9) How Will the EU’s GDPR Affect Ministries? (Data Privacy)

We love privacy. But we’re sobered by potential costs of the EU’s new General Data Protection Regulation (GDPR). Check out the home page at…


England and the UK are apparently following this too. Would you please click “Comment” following the web or app version of this item and tell (anonymously, if you prefer) how these new laws might impact your org, agency, or church? (Thanks for kicking this up, JED, and thanks for brainstorming with us on this, Greg.)

2 Responses to 9) How Will the EU’s GDPR Affect Ministries? (Data Privacy)
  1. Alex Reply

    You are right in suggesting that “England and the UK are apparently following this too”, since England is part of the UK, and the UK is part of the EU!

    How will this affect us? We’re having to put in place stricter guidelines on how we collect data from people (primarily contact details), what we tell them at the point of collection, and what we do with that data once it’s obtained.

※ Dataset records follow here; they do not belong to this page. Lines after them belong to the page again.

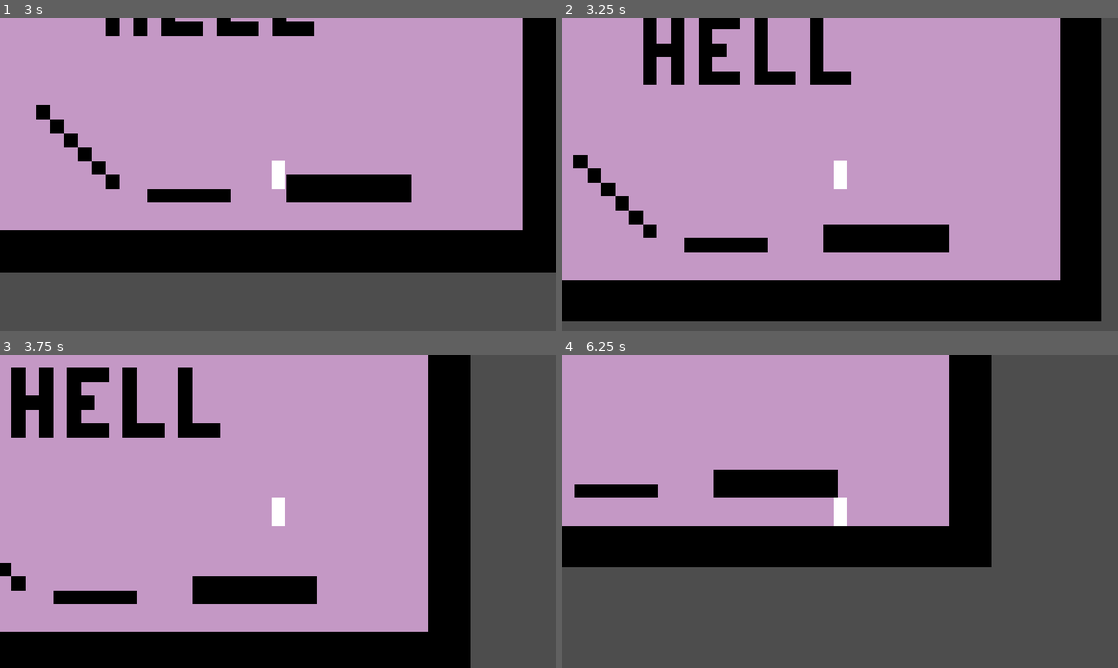
Above: before the commit, frames 1-4 (two rows, left to right).
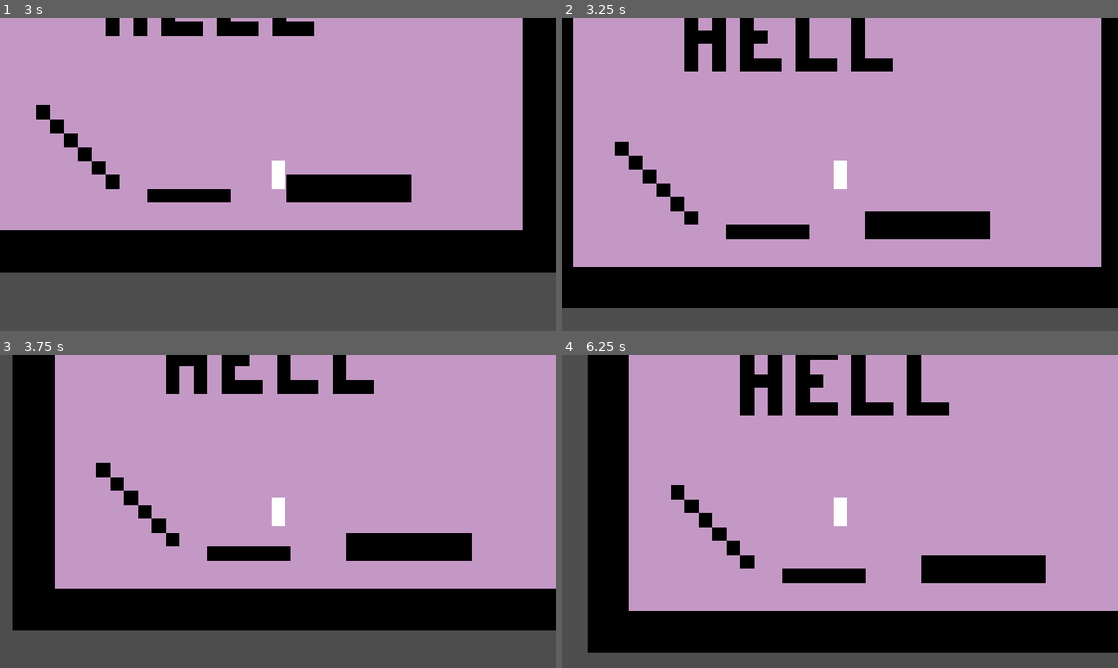
Above: after the commit, the same moments.

Repository: codemonsters/tag-of-war
Game: Godot game, scene res://screens/game/main.tscn
The game is run twice, just before and just after one commit, with the same random seed, the same clock (stepped at 60 frames per second) and the same inputs. This scene is started directly instead of the project's main scene.
Inputs:
- Up to frame 1 (3 s): tap Enter at 0.5 s; hold Up (jump) 0.53-1.28 s; hold Right (walk_right) 0.53-2.03 s; tap Up (jump) at 1.35, 1.52, 1.82, 2.85 s; hold Left (walk_left) 2.03-2.78 s; hold Up (jump) 2.03-2.78 s; hold Right (walk_right) from 2.78 s (still down)
- Up to frame 2 (3.25 s): keep holding Right (walk_right); tap Up (jump) at 3.02 s
- Up to frame 3 (3.75 s): keep holding Right (walk_right); tap Up (jump) at 3.32 s; hold Up (jump) from 3.53 s (still down)
- Up to frame 4 (6.25 s): release Right (walk_right) at 4.28 s; release Up (jump) at 4.28 s; hold Left (walk_left) 4.28-5.03 s; tap Up (jump) at 4.35, 4.52, 4.82, 5.85, 6.02 s; hold Right (walk_right) 5.03-5.78 s; hold Up (jump) 5.03-5.78 s; hold Left (walk_left) from 5.78 s (still down)

Frame 1 is identical in both runs. In frame 2, 29% of the frame differs, in the area x 0-100%, y 0-97%; in frame 3, 52%; in frame 4, 66%, in the area x 0-100%, y 0-96%.

Commit message:
Optimizado el moviemiento y añadido el salto en pared

Diff:
--- a/cliente/src/screens/game/player.gd
+++ b/cliente/src/screens/game/player.gd
@@ -12,7 +12,7 @@
 
 var speed = 0
 var walk_direction = 1
-var walljump_available = null
+var walljump_available = 2
 
 func _ready() -> void:
 	velocity.y += 100
@@ -20,31 +20,40 @@
 func _physics_process(delta: float) -> void:
 
 	if is_on_floor():
-		walljump_available = true
+		walljump_available = 2
 
 	var on_floor = is_on_floor()
 
 	var on_wall = is_on_wall()
 
 	if Input.is_action_pressed("walk_right"):
-		if walk_direction == -1:
-			speed = 0
-			walk_direction = 1
-		speed = clamp(speed + (acceleration * delta), 0, walkspeed)
+		if walljump_available > 1:
+			if walk_direction == -1:
+				speed = 0
+				walk_direction = 1
+			speed = clamp(speed + (acceleration * delta), 0, walkspeed)
 	elif Input.is_action_pressed("walk_left"):
-		if walk_direction == 1:
-			speed = 0
-			walk_direction = -1
-		speed = clamp(speed + (acceleration * delta), 0, walkspeed)
+		if walljump_available > 1:
+			if walk_direction == 1:
+				speed = 0
+				walk_direction = -1
+			speed = clamp(speed + (acceleration * delta), 0, walkspeed)
 	else:
 		speed = clamp(speed - (deceleration * delta), 0, walkspeed)
 
 	if Input.is_action_pressed("jump"):
-		if on_floor and velocity.y == 0:
-			velocity.y -= jump
-		elif on_wall and walljump_available == true:
-			velocity.y -= jump
-			walljump_available = false
+		if on_floor:
+			velocity.y -= jump + velocity.y
+		elif is_on_wall_only() and walljump_available > 0:
+			velocity.y -= jump + velocity.y
+			walljump_available -= 1
+			print(get_wall_normal().x)
+			if get_wall_normal().x > 0:
+				walk_direction = 1
+				velocity.x = walkspeed * walk_direction
+			else:
+				walk_direction = -1
+				velocity.x = walkspeed * walk_direction
 
 	velocity.x = speed * walk_direction

    It’s a bit of a headache having to put together all the policies and procedures that will make us proactively compliant, but in the end it will mean we are using our data not only in a legal way but also a more effective way.

  2. Marti Wade Reply

    Europe leaders for the agency I work with researched what effect the policy has on missionary prayer letters and assured our workers in Europe that they don’t need to confirm consent for that. So, the same goes for those of us outside EU/UK who have folks there on our personal mailing lists, even if we are sending those emails through an automated service like Mailchimp or Constant Contact.

    But organizational emails are a different story; ministries need to take action to comply.

    I wasn’t sure how this should affect the email newsletter I manage, but in pursuing a compliance strategy for my agency, “do nothing” did not seem an adequate response for Missions Catalyst. It’s more like an organizational email than a personal email.

    I’ve updated the subscription process in order to comply. Also contacted all 900+subscribers whose IP address showed them as being in an EU country or “unknown” location (even if other data suggested they were in a country not covered by the GDPR). Plan to send future emails only to those who re-confirm their subscription or whose IP address shows them as being in a country not affected.

    A hassle for our (willing) subscribers and for me, but also a good opportunity to confirm that our emails only go to those who want them.